In Nicaragua, Texas, and Israel, several local Yeshiva University undergrads used their winter intersession to discover new things about the world and about themselves.

The university’s Center for the Jewish Future offered four 10-day service learning trips to YU and Stern College undergraduates over the January semester break: Teaching English and self-exploration through art to Israeli teens in Kiryat Malachi, Dimona, and Jerusalem; meeting Jewish communal leaders in Dallas, San Antonio, and Houston; and two humanitarian missions in one Mexican Mayan community and the other in Nicaragua.

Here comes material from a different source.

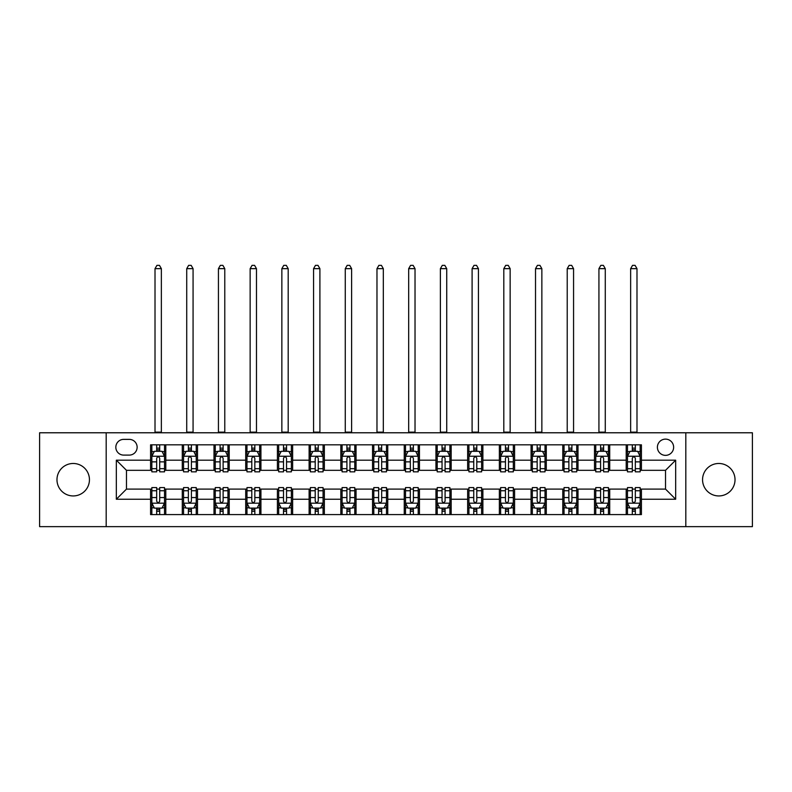 <?xml version="1.0" encoding="UTF-8"?>
<svg xmlns="http://www.w3.org/2000/svg" width="792" height="792" viewBox="0 0 792 792"><rect width="100%" height="100%" fill="white"/><g stroke="black" fill="none" stroke-linecap="round" stroke-linejoin="round"><path stroke-width="1.19" d="M718.789 463.478A16.236 16.236 0 0 0 702.553 479.714A16.236 16.236 0 0 0 718.789 495.94A16.236 16.236 0 0 0 735.026 479.714A16.236 16.236 0 0 0 718.789 463.478M73.21 463.478A16.236 16.236 0 0 0 56.974 479.714A16.236 16.236 0 0 0 73.21 495.94A16.236 16.236 0 0 0 89.447 479.714A16.236 16.236 0 0 0 73.21 463.478M665.518 439.124A8.118 8.118 0 0 0 657.4 447.242A8.118 8.118 0 0 0 665.518 455.36A8.118 8.118 0 0 0 673.636 447.242A8.118 8.118 0 0 0 665.518 439.124M685.813 526.64L752.4 526.64L752.4 432.778L685.813 432.778L685.813 526.64L106.187 526.64L106.187 432.778L39.6 432.778L39.6 526.64L106.187 526.64M123.691 455.103L129.274 455.103A7.861 7.861 0 0 0 137.135 447.242A7.861 7.861 0 0 0 129.274 439.372L123.691 439.372A7.861 7.861 0 0 0 115.83 447.242A7.861 7.861 0 0 0 123.691 455.103M685.813 432.778L106.187 432.778M150.579 499.237L116.335 499.237L116.335 460.182L150.579 460.182L150.579 470.319L126.482 470.319L126.482 489.1L150.579 489.1L150.579 514.592L641.421 514.592L641.421 489.1L665.518 489.1L665.518 470.319L641.421 470.319L641.421 460.182L675.665 460.182L675.665 499.237L641.421 499.237M641.421 460.182L641.421 444.827L150.579 444.827L150.579 460.182M626.205 444.827L626.205 470.319L627.472 470.319M632.293 470.319L635.332 470.319M640.154 470.319L641.421 470.319M626.205 470.319L608.444 470.319M594.495 444.827L594.495 470.319L595.762 470.319M600.583 470.319L603.623 470.319M594.495 470.319L576.734 470.319M562.785 444.827L562.785 470.319L564.053 470.319M568.874 470.319L571.913 470.319M562.785 470.319L545.025 470.319M531.076 444.827L531.076 470.319L532.343 470.319M537.164 470.319L540.213 470.319M531.076 470.319L513.325 470.319M499.366 444.827L499.366 470.319L500.633 470.319M505.454 470.319L508.504 470.319M499.366 470.319L481.615 470.319M467.656 444.827L467.656 470.319L468.933 470.319M473.745 470.319L476.794 470.319M467.656 470.319L449.905 470.319M435.956 444.827L435.956 470.319L437.224 470.319M442.045 470.319L445.084 470.319M435.956 470.319L418.196 470.319M404.247 444.827L404.247 470.319L405.514 470.319M410.335 470.319L413.375 470.319M404.247 470.319L386.486 470.319M372.537 444.827L372.537 470.319L373.804 470.319M378.625 470.319L381.665 470.319M372.537 470.319L354.776 470.319M340.827 444.827L340.827 470.319L342.094 470.319M346.916 470.319L349.955 470.319M340.827 470.319L323.067 470.319M309.118 444.827L309.118 470.319L310.385 470.319M315.206 470.319L318.255 470.319M309.118 470.319L291.367 470.319M277.408 444.827L277.408 470.319L278.675 470.319M283.496 470.319L286.546 470.319M277.408 470.319L259.657 470.319M245.708 444.827L245.708 470.319L246.975 470.319M251.787 470.319L254.836 470.319M245.708 470.319L227.947 470.319M213.998 444.827L213.998 470.319L215.266 470.319M220.087 470.319L223.126 470.319M213.998 470.319L196.238 470.319M182.289 444.827L182.289 470.319L183.556 470.319M188.377 470.319L191.416 470.319M182.289 470.319L164.528 470.319M150.579 470.319L151.846 470.319M156.667 470.319L159.707 470.319M150.579 489.1L151.846 489.1M156.667 489.1L159.707 489.1M164.528 489.1L165.795 489.1L165.795 514.592M183.556 489.1L165.795 489.1M188.377 489.1L191.416 489.1M196.238 489.1L197.505 489.1L197.505 514.592M215.266 489.1L197.505 489.1M220.087 489.1L223.126 489.1M227.947 489.1L229.215 489.1L229.215 514.592M246.975 489.1L229.215 489.1M251.787 489.1L254.836 489.1M259.657 489.1L260.924 489.1L260.924 514.592M278.675 489.1L260.924 489.1M283.496 489.1L286.546 489.1M291.367 489.1L292.634 489.1L292.634 514.592M310.385 489.1L292.634 489.1M315.206 489.1L318.255 489.1M323.067 489.1L324.344 489.1L324.344 514.592M342.094 489.1L324.344 489.1M346.916 489.1L349.955 489.1M354.776 489.1L356.044 489.1L356.044 514.592M373.804 489.1L356.044 489.1M378.625 489.1L381.665 489.1M386.486 489.1L387.753 489.1L387.753 514.592M405.514 489.1L387.753 489.1M410.335 489.1L413.375 489.1M418.196 489.1L419.463 489.1L419.463 514.592M437.224 489.1L419.463 489.1M442.045 489.1L445.084 489.1M449.905 489.1L451.173 489.1L451.173 514.592M468.933 489.1L451.173 489.1M473.745 489.1L476.794 489.1M481.615 489.1L482.882 489.1L482.882 514.592M500.633 489.1L482.882 489.1M505.454 489.1L508.504 489.1M513.325 489.1L514.592 489.1L514.592 514.592M532.343 489.1L514.592 489.1M537.164 489.1L540.213 489.1M545.025 489.1L546.292 489.1L546.292 514.592M564.053 489.1L546.292 489.1M568.874 489.1L571.913 489.1M576.734 489.1L578.002 489.1L578.002 514.592M595.762 489.1L578.002 489.1M600.583 489.1L603.623 489.1M608.444 489.1L609.711 489.1L609.711 514.592M627.472 489.1L609.711 489.1M632.293 489.1L635.332 489.1M640.154 489.1L641.421 489.1M165.795 444.827L165.795 470.319M150.579 451.173L151.846 451.173M156.667 451.173L159.707 451.173M164.528 451.173L165.795 451.173M150.579 508.246L151.846 508.246M156.667 508.246L159.707 508.246M164.528 508.246L165.795 508.246M182.289 489.1L182.289 514.592M197.505 444.827L197.505 470.319M182.289 451.173L183.556 451.173M188.377 451.173L191.416 451.173M196.238 451.173L197.505 451.173M182.289 508.246L183.556 508.246M188.377 508.246L191.416 508.246M196.238 508.246L197.505 508.246M213.998 489.1L213.998 514.592M213.998 508.246L215.266 508.246M220.087 508.246L223.126 508.246M227.947 508.246L229.215 508.246M229.215 444.827L229.215 470.319M213.998 451.173L215.266 451.173M220.087 451.173L223.126 451.173M227.947 451.173L229.215 451.173M245.708 489.1L245.708 514.592M245.708 508.246L246.975 508.246M251.787 508.246L254.836 508.246M259.657 508.246L260.924 508.246M260.924 444.827L260.924 470.319M245.708 451.173L246.975 451.173M251.787 451.173L254.836 451.173M259.657 451.173L260.924 451.173M277.408 489.1L277.408 514.592M277.408 508.246L278.675 508.246M283.496 508.246L286.546 508.246M291.367 508.246L292.634 508.246M292.634 444.827L292.634 470.319M277.408 451.173L278.675 451.173M283.496 451.173L286.546 451.173M291.367 451.173L292.634 451.173M309.118 489.1L309.118 514.592M309.118 508.246L310.385 508.246M315.206 508.246L318.255 508.246M323.067 508.246L324.344 508.246M324.344 444.827L324.344 470.319M309.118 451.173L310.385 451.173M315.206 451.173L318.255 451.173M323.067 451.173L324.344 451.173M340.827 489.1L340.827 514.592M340.827 508.246L342.094 508.246M346.916 508.246L349.955 508.246M354.776 508.246L356.044 508.246M356.044 444.827L356.044 470.319M340.827 451.173L342.094 451.173M346.916 451.173L349.955 451.173M354.776 451.173L356.044 451.173M372.537 489.1L372.537 514.592M372.537 508.246L373.804 508.246M378.625 508.246L381.665 508.246M386.486 508.246L387.753 508.246M387.753 444.827L387.753 470.319M372.537 451.173L373.804 451.173M378.625 451.173L381.665 451.173M386.486 451.173L387.753 451.173M404.247 489.1L404.247 514.592M404.247 508.246L405.514 508.246M410.335 508.246L413.375 508.246M418.196 508.246L419.463 508.246M419.463 444.827L419.463 470.319M404.247 451.173L405.514 451.173M410.335 451.173L413.375 451.173M418.196 451.173L419.463 451.173M435.956 489.1L435.956 514.592M435.956 508.246L437.224 508.246M442.045 508.246L445.084 508.246M449.905 508.246L451.173 508.246M451.173 444.827L451.173 470.319M435.956 451.173L437.224 451.173M442.045 451.173L445.084 451.173M449.905 451.173L451.173 451.173M467.656 489.1L467.656 514.592M467.656 508.246L468.933 508.246M473.745 508.246L476.794 508.246M481.615 508.246L482.882 508.246M482.882 444.827L482.882 470.319M467.656 451.173L468.933 451.173M473.745 451.173L476.794 451.173M481.615 451.173L482.882 451.173M499.366 489.1L499.366 514.592M499.366 508.246L500.633 508.246M505.454 508.246L508.504 508.246M513.325 508.246L514.592 508.246M514.592 444.827L514.592 470.319M499.366 451.173L500.633 451.173M505.454 451.173L508.504 451.173M513.325 451.173L514.592 451.173M531.076 489.1L531.076 514.592M531.076 508.246L532.343 508.246M537.164 508.246L540.213 508.246M545.025 508.246L546.292 508.246M546.292 444.827L546.292 470.319M531.076 451.173L532.343 451.173M537.164 451.173L540.213 451.173M545.025 451.173L546.292 451.173M562.785 489.1L562.785 514.592M562.785 508.246L564.053 508.246M568.874 508.246L571.913 508.246M576.734 508.246L578.002 508.246M578.002 444.827L578.002 470.319M562.785 451.173L564.053 451.173M568.874 451.173L571.913 451.173M576.734 451.173L578.002 451.173M594.495 489.1L594.495 514.592M594.495 508.246L595.762 508.246M600.583 508.246L603.623 508.246M608.444 508.246L609.711 508.246M609.711 444.827L609.711 470.319M594.495 451.173L595.762 451.173M600.583 451.173L603.623 451.173M608.444 451.173L609.711 451.173M626.205 489.1L626.205 514.592M626.205 508.246L627.472 508.246M632.293 508.246L635.332 508.246M640.154 508.246L641.421 508.246M626.205 451.173L627.472 451.173M632.293 451.173L635.332 451.173M640.154 451.173L641.421 451.173M126.482 470.319L116.335 460.182M126.482 489.1L116.335 499.237M675.665 460.182L665.518 470.319M675.665 499.237L665.518 489.1M159.707 448.123L156.667 448.123M164.528 468.666L159.707 468.666L159.707 471.844L164.528 471.844L164.528 456.37L161.994 451.301L154.381 451.301L151.846 456.37L151.846 471.844L156.667 471.844L156.667 468.666L151.846 468.666M151.846 456.37L151.846 444.827M164.528 456.37L164.528 444.827M156.667 451.301L156.667 444.827M159.707 444.827L159.707 451.301M159.707 468.666L159.707 458.271C158.697 456.321 157.687 456.321 156.667 458.271L156.667 468.666M155.014 432.778L155.014 268.656L161.36 268.656L159.459 265.36L156.925 265.36L155.014 268.656M161.36 432.778L161.36 268.656M156.667 511.295L159.707 511.295M151.846 490.753L156.667 490.753L156.667 487.575L151.846 487.575L151.846 503.049L154.381 508.118L161.994 508.118L164.528 503.049L164.528 487.575L159.707 487.575L159.707 490.753L164.528 490.753M164.528 503.049L164.528 514.592M151.846 503.049L151.846 514.592M159.707 508.118L159.707 514.592M156.667 514.592L156.667 508.118M156.667 490.753L156.667 501.148C157.677 503.098 158.697 503.098 159.707 501.148L159.707 490.753M191.416 448.123L188.377 448.123M196.238 468.666L191.416 468.666L191.416 471.844L196.238 471.844L196.238 456.37L193.703 451.301L186.09 451.301L183.556 456.37L183.556 471.844L188.377 471.844L188.377 468.666L183.556 468.666M183.556 456.37L183.556 444.827M196.238 456.37L196.238 444.827M188.377 451.301L188.377 444.827M191.416 444.827L191.416 451.301M191.416 468.666L191.416 458.271C190.407 456.321 189.387 456.321 188.377 458.271L188.377 468.666M186.724 432.778L186.724 268.656L193.07 268.656L191.169 265.36L188.625 265.36L186.724 268.656M193.07 432.778L193.07 268.656M223.126 448.123L220.087 448.123M227.947 468.666L223.126 468.666L223.126 471.844L227.947 471.844L227.947 456.37L225.413 451.301L217.8 451.301L215.266 456.37L215.266 471.844L220.087 471.844L220.087 468.666L215.266 468.666M215.266 456.37L215.266 444.827M227.947 456.37L227.947 444.827M220.087 451.301L220.087 444.827M223.126 444.827L223.126 451.301M223.126 468.666L223.126 458.271C222.116 456.321 221.097 456.321 220.087 458.271L220.087 468.666M218.434 432.778L218.434 268.656L224.78 268.656L222.869 265.36L220.334 265.36L218.434 268.656M224.78 432.778L224.78 268.656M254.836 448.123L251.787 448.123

Sam Weinstein of Teaneck, a sophomore who is majoring in accounting, was one of 39 YU students running programs for about 450 Israeli teenagers from underprivileged Israeli neighborhoods. In Kiryat Malachi, he learned about some of the issues facing Ethiopian immigrants.

“The principals and therapists we spoke to explained that these are all great kids, but they don’t see so many people who go to college and come from stable families,” Weinstein said. Teaching English and doing projects with seventh-, ninth-, and 10th-graders was a way to act as role models while interacting with the students.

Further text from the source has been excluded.